Tuesday, 19 February 2013

How to Prevent a Meteor Striking the Earth

Last week saw a rare event where not only did we have an asteroid pass by at record distance from the earth, we also had one strike it. The effect of the impact in Russia, while it was responsible for a heavy amount of casualties, could have been a lot worse and the talk in the scientific community is back to 'How do we prevent this sort of thing from happening in the future'.

The reason why the meteor wasn't detected was on account of being too small and faint to see in the night sky. Ironically this means that we currently have to hope one of the larger meteors hits us to ensure that we know it's coming. So what can we do to prevent such wide-scale destruction?

Currently, we possess no certified technology to alter the path of the asteroid, which makes our most plausible current option to evacuate the area of impact. This means detecting the object a good few months before to ensure minimal human casualties. This however is not a brilliant option as this assumes that the meteor is small-scale to prevent mass ecological damage and also a meteor of any size striking a built up area (with or without people) will likely cause huge economical repercussions.

Nuclear Weapons
Humanities first option when presented with an alien threat is 'Can we Nuke it'? While this is still a grey area (many scientists believe that a controlled explosion could vaporise the majority of the asteroid, allowing for smaller debris to break up in the atmosphere) there is still the concern that we are detonating a radioactive device above our planet with no real knowledge as to what the long term effects could be.
I'm pretty sure there's also a treaty banning the use of nuclear weapons in the atmosphere therefore this currently remains a bad idea.

Other Weapons
When nuclear weapons are not an option, we turn to normal missiles for help. While a safer method in that there's no radiation, the explosion would not be enough to detroy the meteor completely and therefore we would have to hope that our atmosphere would take care of the rest.
If North Korea's "space program" is ever successful they may become our only hope.

Fighting Fire with Fire
Newton's Third Law states that for every action there is an equal and opposite reaction therefore some believe that by launching another object into space it is possible to deflect the asteroid.
While technically a sound theory, the biggest problem would be managing to get an object that has enough mass to deflect a 1km wide asteroid into space to begin with. Although it is possible to deflect an asteroid enough to miss the earth with an object of small mass, the deflection would have to occur a long long way from earth to have any effect. Current detection techniques do not allow for this solution.
(Mind you, Futurama pulled it off therefore it has to be accurate...)

Beams and Gravity
Using the theory that by deflecting the asteroid from it's orbit, even by just a little, could prevent a catastrophic collision, scientists have been looking inventively into the use of ion beams. This would effectively push the giant rock enough that it would bypass the earth.
Similarly, other's have been using the idea of sending an object to fly along-side the asteroid and allowing the gravitational attraction (weak though it may be) to change the course of direction.
Again these methods rely heavily on us having enough warning to ensure that we can alter the asteroids path.

Sci-Fi Methods
Who said scientists were never inventive? Other proposals also include turning the asteroid into a make-shift ship and steer it out of the way, basically recreating the movie Armageddon and an orbital defence network (which could prove useful against alien invasions).

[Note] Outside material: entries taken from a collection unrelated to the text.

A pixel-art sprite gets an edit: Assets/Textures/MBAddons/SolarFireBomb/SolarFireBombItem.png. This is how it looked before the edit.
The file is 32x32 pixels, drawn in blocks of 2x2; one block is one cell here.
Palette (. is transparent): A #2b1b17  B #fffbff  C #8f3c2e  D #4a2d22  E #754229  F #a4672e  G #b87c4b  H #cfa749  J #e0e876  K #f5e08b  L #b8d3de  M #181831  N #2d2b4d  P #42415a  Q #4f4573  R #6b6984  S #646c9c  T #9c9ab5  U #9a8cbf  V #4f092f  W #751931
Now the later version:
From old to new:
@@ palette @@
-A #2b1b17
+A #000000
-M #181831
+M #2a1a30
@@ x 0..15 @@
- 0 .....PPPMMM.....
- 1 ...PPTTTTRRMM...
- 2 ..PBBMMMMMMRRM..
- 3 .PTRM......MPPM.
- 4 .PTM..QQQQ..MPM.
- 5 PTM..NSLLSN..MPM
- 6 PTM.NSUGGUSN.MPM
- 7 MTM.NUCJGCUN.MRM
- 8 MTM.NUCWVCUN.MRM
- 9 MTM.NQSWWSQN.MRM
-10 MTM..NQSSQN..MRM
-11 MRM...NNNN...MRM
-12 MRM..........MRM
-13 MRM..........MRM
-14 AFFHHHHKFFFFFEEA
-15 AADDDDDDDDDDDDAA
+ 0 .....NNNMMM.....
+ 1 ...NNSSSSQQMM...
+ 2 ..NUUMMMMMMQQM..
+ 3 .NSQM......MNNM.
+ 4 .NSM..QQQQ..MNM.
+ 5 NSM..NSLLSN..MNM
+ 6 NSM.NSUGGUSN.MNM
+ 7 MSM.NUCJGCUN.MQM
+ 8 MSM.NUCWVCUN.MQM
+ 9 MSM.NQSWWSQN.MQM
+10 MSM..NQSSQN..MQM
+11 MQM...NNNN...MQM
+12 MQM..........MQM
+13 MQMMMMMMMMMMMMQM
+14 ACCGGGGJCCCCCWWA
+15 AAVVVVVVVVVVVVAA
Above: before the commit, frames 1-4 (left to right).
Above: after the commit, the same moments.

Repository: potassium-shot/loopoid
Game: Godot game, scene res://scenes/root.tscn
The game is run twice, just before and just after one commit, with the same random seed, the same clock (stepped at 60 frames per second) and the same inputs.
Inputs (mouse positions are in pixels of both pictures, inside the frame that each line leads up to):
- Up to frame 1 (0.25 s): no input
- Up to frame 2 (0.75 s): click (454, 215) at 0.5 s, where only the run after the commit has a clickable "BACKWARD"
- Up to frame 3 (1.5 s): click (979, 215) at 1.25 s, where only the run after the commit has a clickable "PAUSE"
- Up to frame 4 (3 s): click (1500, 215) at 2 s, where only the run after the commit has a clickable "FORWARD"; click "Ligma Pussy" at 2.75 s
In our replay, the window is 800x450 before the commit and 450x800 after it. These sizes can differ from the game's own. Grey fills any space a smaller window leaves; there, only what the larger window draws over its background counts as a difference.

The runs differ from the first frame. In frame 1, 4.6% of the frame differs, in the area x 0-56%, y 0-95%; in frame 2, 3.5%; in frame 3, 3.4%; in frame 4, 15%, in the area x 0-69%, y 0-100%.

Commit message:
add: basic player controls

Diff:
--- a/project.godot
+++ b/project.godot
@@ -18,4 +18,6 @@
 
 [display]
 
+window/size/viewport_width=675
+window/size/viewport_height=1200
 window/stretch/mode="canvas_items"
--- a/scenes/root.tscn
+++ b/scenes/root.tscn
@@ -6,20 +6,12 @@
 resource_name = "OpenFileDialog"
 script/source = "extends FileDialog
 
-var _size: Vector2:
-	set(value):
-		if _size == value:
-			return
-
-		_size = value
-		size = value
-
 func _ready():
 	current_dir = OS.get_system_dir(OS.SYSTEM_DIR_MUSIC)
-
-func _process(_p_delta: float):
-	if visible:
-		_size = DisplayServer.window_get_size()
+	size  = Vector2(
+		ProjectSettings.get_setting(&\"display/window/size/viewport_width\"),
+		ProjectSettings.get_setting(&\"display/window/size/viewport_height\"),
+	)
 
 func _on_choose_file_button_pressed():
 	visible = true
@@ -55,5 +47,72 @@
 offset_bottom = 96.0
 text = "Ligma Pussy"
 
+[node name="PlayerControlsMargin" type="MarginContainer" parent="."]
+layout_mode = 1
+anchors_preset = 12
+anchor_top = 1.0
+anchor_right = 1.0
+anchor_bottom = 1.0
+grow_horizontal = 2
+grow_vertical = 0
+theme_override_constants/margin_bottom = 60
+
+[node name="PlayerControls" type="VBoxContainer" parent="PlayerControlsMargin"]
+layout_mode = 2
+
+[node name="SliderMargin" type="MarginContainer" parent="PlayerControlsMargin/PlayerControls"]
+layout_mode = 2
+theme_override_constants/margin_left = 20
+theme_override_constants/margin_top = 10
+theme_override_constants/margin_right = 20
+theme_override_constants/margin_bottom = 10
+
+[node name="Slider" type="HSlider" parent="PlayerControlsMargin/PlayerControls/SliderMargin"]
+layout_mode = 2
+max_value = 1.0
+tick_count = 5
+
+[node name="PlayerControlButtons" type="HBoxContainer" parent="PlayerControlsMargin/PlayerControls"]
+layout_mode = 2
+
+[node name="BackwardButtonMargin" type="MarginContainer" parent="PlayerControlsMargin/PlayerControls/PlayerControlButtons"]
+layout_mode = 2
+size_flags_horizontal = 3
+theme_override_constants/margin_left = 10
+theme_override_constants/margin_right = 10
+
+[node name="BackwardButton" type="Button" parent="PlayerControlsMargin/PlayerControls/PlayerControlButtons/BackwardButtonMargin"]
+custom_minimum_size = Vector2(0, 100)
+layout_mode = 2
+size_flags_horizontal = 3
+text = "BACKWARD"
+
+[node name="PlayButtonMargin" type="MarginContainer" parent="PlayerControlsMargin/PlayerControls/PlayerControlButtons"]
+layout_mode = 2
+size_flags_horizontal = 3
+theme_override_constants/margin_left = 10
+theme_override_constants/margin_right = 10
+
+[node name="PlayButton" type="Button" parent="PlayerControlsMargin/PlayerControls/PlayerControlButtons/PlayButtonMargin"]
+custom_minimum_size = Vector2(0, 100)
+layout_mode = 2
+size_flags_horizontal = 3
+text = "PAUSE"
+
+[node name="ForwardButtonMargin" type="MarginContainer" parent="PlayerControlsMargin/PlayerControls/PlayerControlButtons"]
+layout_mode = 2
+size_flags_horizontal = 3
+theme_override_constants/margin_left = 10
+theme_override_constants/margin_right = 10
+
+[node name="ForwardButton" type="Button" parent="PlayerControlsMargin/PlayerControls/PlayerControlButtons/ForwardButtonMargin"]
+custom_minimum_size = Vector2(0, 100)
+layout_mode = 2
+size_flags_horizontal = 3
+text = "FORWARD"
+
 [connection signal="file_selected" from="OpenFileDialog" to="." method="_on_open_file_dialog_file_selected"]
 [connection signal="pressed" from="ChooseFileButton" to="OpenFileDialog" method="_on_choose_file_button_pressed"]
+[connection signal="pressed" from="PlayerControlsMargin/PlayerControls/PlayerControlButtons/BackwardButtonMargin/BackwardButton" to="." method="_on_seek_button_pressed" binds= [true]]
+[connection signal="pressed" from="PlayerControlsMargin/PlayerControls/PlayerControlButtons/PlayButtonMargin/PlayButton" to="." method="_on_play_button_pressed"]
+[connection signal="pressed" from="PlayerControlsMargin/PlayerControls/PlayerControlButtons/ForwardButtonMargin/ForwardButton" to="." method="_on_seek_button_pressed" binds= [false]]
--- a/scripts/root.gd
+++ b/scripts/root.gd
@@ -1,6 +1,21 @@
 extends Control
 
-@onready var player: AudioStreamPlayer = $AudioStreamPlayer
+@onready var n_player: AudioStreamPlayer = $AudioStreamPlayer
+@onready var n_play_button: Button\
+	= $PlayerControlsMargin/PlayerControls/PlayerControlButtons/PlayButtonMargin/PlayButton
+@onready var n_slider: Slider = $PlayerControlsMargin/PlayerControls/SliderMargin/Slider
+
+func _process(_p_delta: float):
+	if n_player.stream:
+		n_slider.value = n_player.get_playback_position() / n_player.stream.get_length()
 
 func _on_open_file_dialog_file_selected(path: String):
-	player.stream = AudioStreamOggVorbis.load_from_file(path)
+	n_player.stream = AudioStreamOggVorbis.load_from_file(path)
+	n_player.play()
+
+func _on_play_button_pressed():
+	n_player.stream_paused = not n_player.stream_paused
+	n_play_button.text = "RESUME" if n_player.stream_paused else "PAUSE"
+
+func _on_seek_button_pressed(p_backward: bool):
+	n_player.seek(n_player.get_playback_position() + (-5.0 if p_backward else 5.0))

It is worth bearing in mind that more people die in the space of a month due to war and conflict than have ever died as a result of all the meteorite impacts in recorded history. While arguably the earth has never been more populated with human life, the need for such a way to defend ourselves could be attributed to an increased sense of paranoia brought on by science fiction and in fact there is nothing to worry about.

Perhaps the need to prevent an asteroid collision is as necessary as trying to prevent an earthquake or a volcano, which is impossible to do. All we can do is set up ample detection systems to give us enough time to evacuate to safety when they strike.